Kev Coleman, a research fellow at Paragon Health Institute, urged the committee to consider association health plans (AHPs) and pooling arrangements that can lower premiums by aggregating independent workers with small employers. "An association health plan is a legal instrument by which a group of businesses can band together and cooperatively sponsor a single health plan," Coleman told the panel, citing prior periods when expanded AHP access reportedly produced savings.

Opponents warned the safe‑harbor approach could widen employer misclassification and weaken workers' access to wage and labor protections. "These bills are not about giving workers the freedom to work. These bills are about giving corporations the freedom to deny workers the right to form a union," Senator Bernie Sanders (I‑Vt.), the committee's ranking member, said in opening remarks. Tim Driscoll, president of the International Union of Bricklayers and Allied Craft Workers, said misclassification is "rampant" in construction and predicted the bills would accelerate a "race to the bottom." "These would greatly harm workers," Driscoll told senators.

Several senators pressed practical questions about program design: how portable plans would protect participants if a provider failed, whether pooled plans could avoid becoming "association junk" plans that lack adequate benefits, and how AHPs would avoid adverse selection. Senators also flagged interaction with federal policy changes: some warned that other legislative actions reducing coverage or premium subsidies would change the universe of insured and uninsured people and could push costs onto employer plans.

Witnesses and senators cited state efforts as test cases. Cassidy and multiple witnesses pointed to state pilot programs in Utah, Pennsylvania, Georgia, Tennessee, Wisconsin and Delaware as examples of portable‑benefits experimentation. Buhari‑style claims about AB5's effects were raised repeatedly as evidence of risks from mass reclassification.

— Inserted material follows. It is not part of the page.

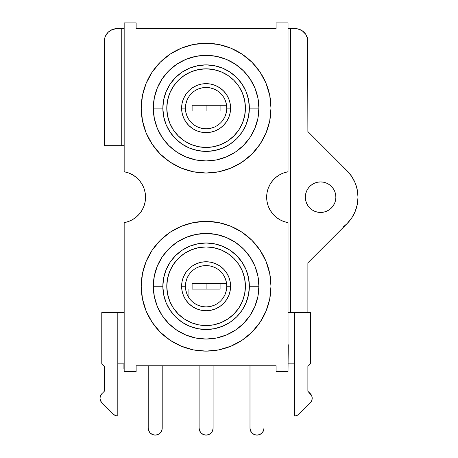 <?xml version="1.0" encoding="UTF-8"?>
<svg xmlns="http://www.w3.org/2000/svg" width="458" height="458" viewBox="0 0 458 458"><rect width="100%" height="100%" fill="white"/><g stroke="black" fill="none" stroke-linecap="round" stroke-linejoin="round"><path stroke-width="0.69" d="M335.869 197.192A15.269 15.269 0 0 1 320.6 212.46A15.269 15.269 0 0 1 305.331 197.192L305.629 200.175L306.494 203.037L307.908 205.676L309.803 207.989L312.116 209.89L314.76 211.298L317.623 212.169L320.6 212.46L323.577 212.169L326.44 211.298L329.084 209.89L331.397 207.989L333.292 205.676L334.706 203.037L335.571 200.175L335.869 197.192L335.571 194.215L334.706 191.352L333.292 188.713L331.397 186.4L329.084 184.5L326.44 183.091L323.577 182.221L320.6 181.929L317.623 182.221L314.76 183.091L312.116 184.5L309.803 186.4L307.908 188.713L306.494 191.352L305.629 194.215L305.331 197.192A15.269 15.269 0 0 1 320.6 181.929A15.269 15.269 0 0 1 335.869 197.192M342.882 227.237L347.05 223.641A37.401 37.401 0 0 0 358.001 197.192L357.286 189.898L355.156 182.879L351.698 176.416L347.05 170.748A37.401 37.401 0 0 1 358.001 197.192L357.286 204.491L355.156 211.51L351.698 217.974L347.05 223.641L307.879 262.812L307.879 312.585L288.03 312.585L290.446 312.585L290.446 28.625L297.637 28.871L302.223 30.772L305.732 34.281L307.633 38.867L307.879 131.578L347.05 170.748L342.882 167.153M226.573 283.387L220.092 283.387L220.092 289.113L206.1 289.113L206.1 283.387L226.641 283.387M226.573 111.002L206.1 111.002L206.1 105.277L226.641 105.277M101.859 402.702A6.36 6.36 0 0 1 101.859 393.708L100.479 395.769L99.999 398.208L100.479 400.641L101.859 402.702L113.309 414.152L115.376 415.532L117.809 416.019L117.809 312.585L124.17 312.585L101.779 312.585L101.779 363.858L101.779 312.585L117.809 312.585L117.809 416.019A6.36 6.36 0 0 1 113.309 414.152L101.859 402.702M162.842 108.14A43.258 43.258 0 0 1 206.1 64.881A43.258 43.258 0 0 1 249.358 108.14L258.896 108.14A52.796 52.796 0 0 0 206.1 55.344A52.796 52.796 0 0 0 153.304 108.14L162.842 108.14L163.678 99.701L166.139 91.589L170.136 84.106L175.511 77.551L182.066 72.175L189.549 68.173L197.661 65.717L206.1 64.881L214.539 65.717L222.651 68.173L230.134 72.175L236.689 77.551L242.064 84.106L246.061 91.589L248.522 99.701L249.358 108.14L248.522 116.578L246.061 124.691L242.064 132.173L236.689 138.722L230.134 144.104L222.651 148.1L214.539 150.562L206.1 151.392L197.661 150.562L189.549 148.1L182.066 144.104L175.511 138.722L170.136 132.173L166.139 124.691L163.678 116.578L162.842 108.14L153.304 108.14A52.796 52.796 0 0 1 206.1 55.344A52.796 52.796 0 0 1 258.896 108.14L257.883 118.439L254.877 128.343L249.999 137.469L243.433 145.472L235.435 152.039L226.304 156.917L216.399 159.922L206.1 160.935L195.801 159.922L185.896 156.917L176.765 152.039L168.767 145.472L162.201 137.469L157.323 128.343L154.317 118.439L153.304 108.14L154.317 97.84L157.323 87.936L162.201 78.805L168.767 70.807L176.765 64.24L185.896 59.363L195.801 56.357L206.1 55.344L216.399 56.357L226.304 59.363L235.435 64.24L243.433 70.807L249.999 78.805L254.877 87.936L257.883 97.84L258.896 108.14A52.796 52.796 0 0 1 206.1 160.935A52.796 52.796 0 0 1 153.304 108.14A52.796 52.796 0 0 0 206.1 160.935A52.796 52.796 0 0 0 258.896 108.14L249.358 108.14A43.258 43.258 0 0 1 206.1 151.392A43.258 43.258 0 0 1 162.842 108.14M162.842 286.25A43.258 43.258 0 0 1 206.1 242.992A43.258 43.258 0 0 1 249.358 286.25L258.896 286.25A52.796 52.796 0 0 0 206.1 233.454A52.796 52.796 0 0 0 153.304 286.25L162.842 286.25L163.678 277.811L166.139 269.699L170.136 262.216L175.511 255.661L182.066 250.286L189.549 246.29L197.661 243.828L206.1 242.992L214.539 243.828L222.651 246.29L230.134 250.286L236.689 255.661L242.064 262.216L246.061 269.699L248.522 277.811L249.358 286.25L248.522 294.689L246.061 302.801L242.064 310.284L236.689 316.839L230.134 322.214L222.651 326.21L214.539 328.672L206.1 329.508L197.661 328.672L189.549 326.21L182.066 322.214L175.511 316.839L170.136 310.284L166.139 302.801L163.678 294.689L162.842 286.25L153.304 286.25A52.796 52.796 0 0 1 206.1 233.454A52.796 52.796 0 0 1 258.896 286.25L257.883 296.549L254.877 306.454L249.999 315.585L243.433 323.583L235.435 330.149L226.304 335.027L216.399 338.033L206.1 339.046L195.801 338.033L185.896 335.027L176.765 330.149L168.767 323.583L162.201 315.585L157.323 306.454L154.317 296.549L153.304 286.25L154.317 275.951L157.323 266.046L162.201 256.915L168.767 248.917L176.765 242.351L185.896 237.473L195.801 234.467L206.1 233.454L216.399 234.467L226.304 237.473L235.435 242.351L243.433 248.917L249.999 256.915L254.877 266.046L257.883 275.951L258.896 286.25A52.796 52.796 0 0 1 206.1 339.046A52.796 52.796 0 0 1 153.304 286.25A52.796 52.796 0 0 0 206.1 339.046A52.796 52.796 0 0 0 258.896 286.25L249.358 286.25A43.258 43.258 0 0 1 206.1 329.508A43.258 43.258 0 0 1 162.842 286.25M188.908 96.655L187.001 100.228L185.822 104.103L185.427 108.14A20.673 20.673 0 0 0 206.1 128.812A20.673 20.673 0 0 0 226.773 108.14L230.592 108.14A24.492 24.492 0 0 1 206.1 132.631A24.492 24.492 0 0 1 181.608 108.14L185.427 108.14A20.673 20.673 0 0 1 206.1 87.467A20.673 20.673 0 0 1 226.773 108.14A20.673 20.673 0 0 1 206.1 128.812A20.673 20.673 0 0 1 185.427 108.14L185.822 112.17L187.001 116.051M188.908 274.766L187.001 278.338L185.822 282.22L185.427 286.25A20.673 20.673 0 0 0 206.1 306.923A20.673 20.673 0 0 0 226.773 286.25L230.592 286.25A24.492 24.492 0 0 1 206.1 310.742A24.492 24.492 0 0 1 181.608 286.25L185.427 286.25A20.673 20.673 0 0 1 206.1 265.577A20.673 20.673 0 0 1 226.773 286.25A20.673 20.673 0 0 1 206.1 306.923A20.673 20.673 0 0 1 185.427 286.25L185.822 290.28L187.001 294.162M166.786 286.25A39.314 39.314 0 0 1 206.1 246.936A39.314 39.314 0 0 1 245.414 286.25L244.658 278.579L242.419 271.205L238.784 264.409L233.895 258.455L227.941 253.566L221.145 249.931L213.772 247.692L206.1 246.936L198.429 247.692L191.055 249.931L184.259 253.566L178.305 258.455L173.416 264.409L169.781 271.205L167.542 278.579L166.786 286.25L167.542 293.921L169.781 301.295A39.314 39.314 0 0 0 191.043 322.564L198.429 324.808L206.1 325.564L213.772 324.808L221.145 322.569A39.314 39.314 0 0 0 242.414 301.307L244.658 293.921L245.414 286.25A39.314 39.314 0 0 1 206.1 325.564A39.314 39.314 0 0 1 166.786 286.25A39.314 39.314 0 0 0 169.775 301.278M191.072 322.575A39.314 39.314 0 0 0 221.128 322.575M166.786 108.14A39.314 39.314 0 0 1 206.1 68.826A39.314 39.314 0 0 1 245.414 108.14L244.658 100.468L242.419 93.094L238.784 86.299L233.895 80.339L227.941 75.45L221.145 71.82L213.772 69.582L206.1 68.826L198.429 69.582L191.055 71.82L184.259 75.45L178.305 80.339L173.416 86.299L169.781 93.094L167.542 100.468L166.786 108.14A39.314 39.314 0 0 0 169.775 123.168L173.416 129.98L178.305 135.934L184.259 140.824L191.055 144.459L198.429 146.697L206.1 147.453L213.772 146.697L221.145 144.459L227.941 140.824L233.895 135.934L238.784 129.98L242.419 123.185L244.658 115.811L245.414 108.14A39.314 39.314 0 0 1 206.1 147.453A39.314 39.314 0 0 1 166.786 108.14L167.542 115.811L169.781 123.185M169.786 123.196A39.314 39.314 0 0 0 191.043 144.453M191.072 144.465A39.314 39.314 0 0 0 221.128 144.465M221.157 144.453A39.314 39.314 0 0 0 242.414 123.196M242.145 340.197L251.98 332.13L260.047 322.295L266.046 311.079L269.739 298.908L270.981 286.25L269.739 273.592L266.046 261.421L260.047 250.205L251.98 240.37L242.145 232.303L230.929 226.304L218.758 222.611L206.1 221.369L193.442 222.611L181.271 226.304L170.055 232.303L160.22 240.37L152.153 250.205L146.154 261.421L142.461 273.592L141.219 286.25A64.881 64.881 0 0 1 206.1 221.369A64.881 64.881 0 0 1 270.981 286.25A64.881 64.881 0 0 1 206.1 351.131A64.881 64.881 0 0 1 141.219 286.25L142.461 298.908L146.154 311.079L152.153 322.295L160.22 332.13L170.055 340.197L181.271 346.196L193.442 349.889L206.1 351.131L218.758 349.889L230.929 346.196L242.145 340.197L234.799 344.439M242.145 162.086L251.98 154.02L260.047 144.184L266.046 132.969L269.739 120.797L270.981 108.14L269.739 95.482L266.046 83.31L260.047 72.089L251.98 62.259L242.145 54.193L230.929 48.193L218.758 44.5L206.1 43.258L193.442 44.5L181.271 48.193L170.055 54.193L160.22 62.259L152.153 72.089L146.154 83.31L142.461 95.482L141.219 108.14A64.881 64.881 0 0 1 206.1 43.258A64.881 64.881 0 0 1 270.981 108.14A64.881 64.881 0 0 1 206.1 173.021A64.881 64.881 0 0 1 141.219 108.14L142.461 120.797L146.154 132.969L152.153 144.184L160.22 154.02L170.055 162.086L181.271 168.086L193.442 171.773L206.1 173.021L218.758 171.773L230.929 168.086L242.145 162.086L234.799 166.328M124.17 171.75A25.831 25.831 0 0 1 145.547 197.192L145.152 201.686L143.984 206.037L142.083 210.119L139.495 213.812L136.307 216.995L132.608 219.577L128.526 221.477L124.17 222.64L124.17 371.49L136.129 371.49L136.129 365.765L276.071 365.765L276.071 371.49L288.03 371.49L288.03 222.64L283.674 221.477L279.592 219.577L275.893 216.995L272.705 213.812L270.117 210.119L268.216 206.037L267.048 201.686L266.653 197.192L267.048 192.704L268.216 188.352L270.117 184.271L272.705 180.578L275.893 177.395L279.592 174.813L283.674 172.912L288.03 171.75L288.03 22.9L276.071 22.9L276.071 28.625L136.129 28.625L136.129 22.9L124.17 22.9L124.17 171.75L128.526 172.912L132.608 174.813L136.307 177.395L139.495 180.578L142.083 184.271L143.984 188.352L145.152 192.704L145.547 197.192A25.831 25.831 0 0 1 124.17 222.64L124.17 371.49L136.129 371.49L136.129 365.765L276.071 365.765L276.071 371.49L288.03 371.49L288.03 222.64A25.831 25.831 0 0 1 288.03 171.75L288.03 22.9L276.071 22.9L276.071 28.625L136.129 28.625L136.129 22.9L124.17 22.9L124.17 171.75M288.288 363.858L294.391 363.858L288.288 363.858M104.321 41.346A12.721 12.721 0 0 1 117.042 28.625L121.754 28.625L121.754 145.667L124.17 145.667L104.321 145.667L104.567 38.867L105.288 36.48L108.048 32.352L112.176 29.593L117.042 28.625L121.754 28.625L121.754 145.667L104.321 145.667L104.567 38.867M123.912 368.942L123.912 363.858L117.809 363.858L123.912 363.858L123.912 368.942M288.03 368.942L288.288 344.771L288.03 368.942M170.055 54.193L177.401 49.945M170.055 232.303L177.401 228.061M347.05 223.641L307.879 262.812L307.879 312.585L290.446 312.585L290.446 28.625L288.03 28.625L295.158 28.625A12.721 12.721 0 0 1 307.879 41.346L307.879 131.578L347.05 170.748M121.754 28.625L124.17 28.625L121.754 28.625M143.984 188.352L145.152 192.704M132.608 219.577L132.047 219.892M169.781 301.295L173.416 308.091L178.305 314.045L184.259 318.934L191.055 322.569M221.145 322.569L227.941 318.934L233.895 314.045L238.784 308.091L242.419 301.295M223.292 119.624L225.199 116.051L226.378 112.17L226.773 108.14L226.378 104.103L225.199 100.228M217.584 90.947L214.012 89.041L210.13 87.862L206.1 87.467L202.07 87.862L198.188 89.041M194.616 125.326L198.188 127.238L202.07 128.417L206.1 128.812L210.13 128.417L214.012 127.238M223.292 297.734L225.199 294.162L226.378 290.28L226.773 286.25L226.378 282.22L225.199 278.338M217.584 269.058L214.012 267.151L210.13 265.972L206.1 265.577L202.07 265.972L198.188 267.151M194.616 303.442L198.188 305.349L202.07 306.528L206.1 306.923L210.13 306.528L214.012 305.349M245.414 108.14A39.314 39.314 0 0 0 242.425 93.111M242.414 93.083A39.314 39.314 0 0 0 221.157 71.826M221.128 71.814A39.314 39.314 0 0 0 191.072 71.814M191.043 71.826A39.314 39.314 0 0 0 169.786 93.083M230.592 108.14L230.122 112.914L228.725 117.511L226.464 121.742L223.418 125.458L219.708 128.503L215.472 130.765L210.88 132.156L206.1 132.631L201.32 132.156L196.728 130.765L192.492 128.503L188.782 125.458L185.736 121.742L183.475 117.511L182.078 112.914L181.608 108.14L182.078 103.359L183.475 98.768L185.736 94.531L188.782 90.821L192.492 87.776L196.728 85.514L201.32 84.117L206.1 83.648L210.88 84.117L215.472 85.514L219.708 87.776L223.418 90.821L226.464 94.531L228.725 98.768L230.122 103.359L230.592 108.14L226.773 108.14A20.673 20.673 0 0 0 206.1 87.467A20.673 20.673 0 0 0 185.427 108.14L181.608 108.14A24.492 24.492 0 0 1 206.1 83.648A24.492 24.492 0 0 1 230.592 108.14M245.414 286.25A39.314 39.314 0 0 0 242.425 271.222M242.414 271.193A39.314 39.314 0 0 0 221.157 249.936M221.128 249.925A39.314 39.314 0 0 0 191.072 249.925M191.043 249.936A39.314 39.314 0 0 0 169.786 271.193M230.592 286.25L230.122 291.03L228.725 295.622L226.464 299.858L223.418 303.568L219.708 306.614L215.472 308.875L210.88 310.272L206.1 310.742L201.32 310.272L196.728 308.875L192.492 306.614L188.782 303.568L185.736 299.858L183.475 295.622L182.078 291.03L181.608 286.25L182.078 281.47L183.475 276.878L185.736 272.642L188.782 268.932L192.492 265.886L196.728 263.625L201.32 262.228L206.1 261.758L210.88 262.228L215.472 263.625L219.708 265.886L223.418 268.932L226.464 272.642L228.725 276.878L230.122 281.47L230.592 286.25L226.773 286.25A20.673 20.673 0 0 0 206.1 265.577A20.673 20.673 0 0 0 185.427 286.25L181.608 286.25A24.492 24.492 0 0 1 206.1 261.758A24.492 24.492 0 0 1 230.592 286.25M310.421 312.585L307.879 312.585L310.421 312.585L310.421 363.858L307.879 366.4L307.879 391.246L310.341 393.708A6.36 6.36 0 0 1 310.341 402.702L298.891 414.152A6.36 6.36 0 0 1 294.391 416.019L294.391 312.585L294.391 416.019L296.824 415.532L298.891 414.152L310.341 402.702L311.721 400.641L312.201 398.208L311.721 395.769L307.879 391.246L307.879 366.4L310.421 363.858L310.421 312.585M101.779 363.858L104.321 366.4L104.321 391.246L101.859 393.708L104.321 391.246L104.321 366.4L101.779 363.858M199.654 105.277L212.546 105.277M199.654 111.002L212.546 111.002M206.1 105.277L206.1 111.002L192.108 111.002L192.108 105.277L206.1 105.277M226.573 105.277L220.092 105.277L220.092 111.002L226.641 111.002M199.654 289.113L212.546 289.113M199.654 283.387L212.546 283.387M206.1 283.387L206.1 289.113L192.108 289.113L192.108 283.387L206.1 283.387M148.215 428.104L148.215 365.765L148.215 428.104L148.747 430.783L150.264 433.05L152.531 434.568L155.21 435.1L157.89 434.568L160.157 433.05L161.674 430.783L162.206 428.104A6.996 6.996 0 0 1 155.21 435.1A6.996 6.996 0 0 1 148.215 428.104L148.747 430.783M162.206 428.104L162.206 365.765L162.206 428.104M263.985 428.104L263.985 365.765L263.985 428.104L263.453 430.783L261.936 433.05L259.669 434.568L256.99 435.1L254.31 434.568L252.043 433.05L250.526 430.783L249.994 428.104L249.994 365.765L249.994 428.104A6.996 6.996 0 0 0 256.99 435.1A6.996 6.996 0 0 0 263.985 428.104L263.453 430.783M188.925 297.757L188.925 289.113L188.925 297.757M259.669 434.568L256.99 435.1L254.31 434.568M213.096 428.104L212.564 430.783L211.046 433.05L208.779 434.568L206.1 435.1L203.421 434.568L201.154 433.05L199.636 430.783L199.104 428.104L199.104 365.765L199.104 428.104A6.996 6.996 0 0 0 206.1 435.1A6.996 6.996 0 0 0 213.096 428.104L213.096 365.765L213.096 428.104L212.564 430.783M211.046 433.05L208.779 434.568M199.636 430.783L199.104 428.104M355.156 211.51L352.992 215.895M332.256 207.056L333.287 205.682M314.76 183.091L312.116 184.5"/></g></svg>

The committee did not vote on legislation at the hearing. Senators and witnesses invited further technical work on benefit design, regulatory authority and consumer protections while disagreeing on whether a federal safe harbor should be part of that work.

Without consensus at the hearing, senators signaled follow‑up: lawmakers asked for more data on premium impacts, example program contracts, and protections to ensure portability does not become an avenue for employers to escape wage or safety laws.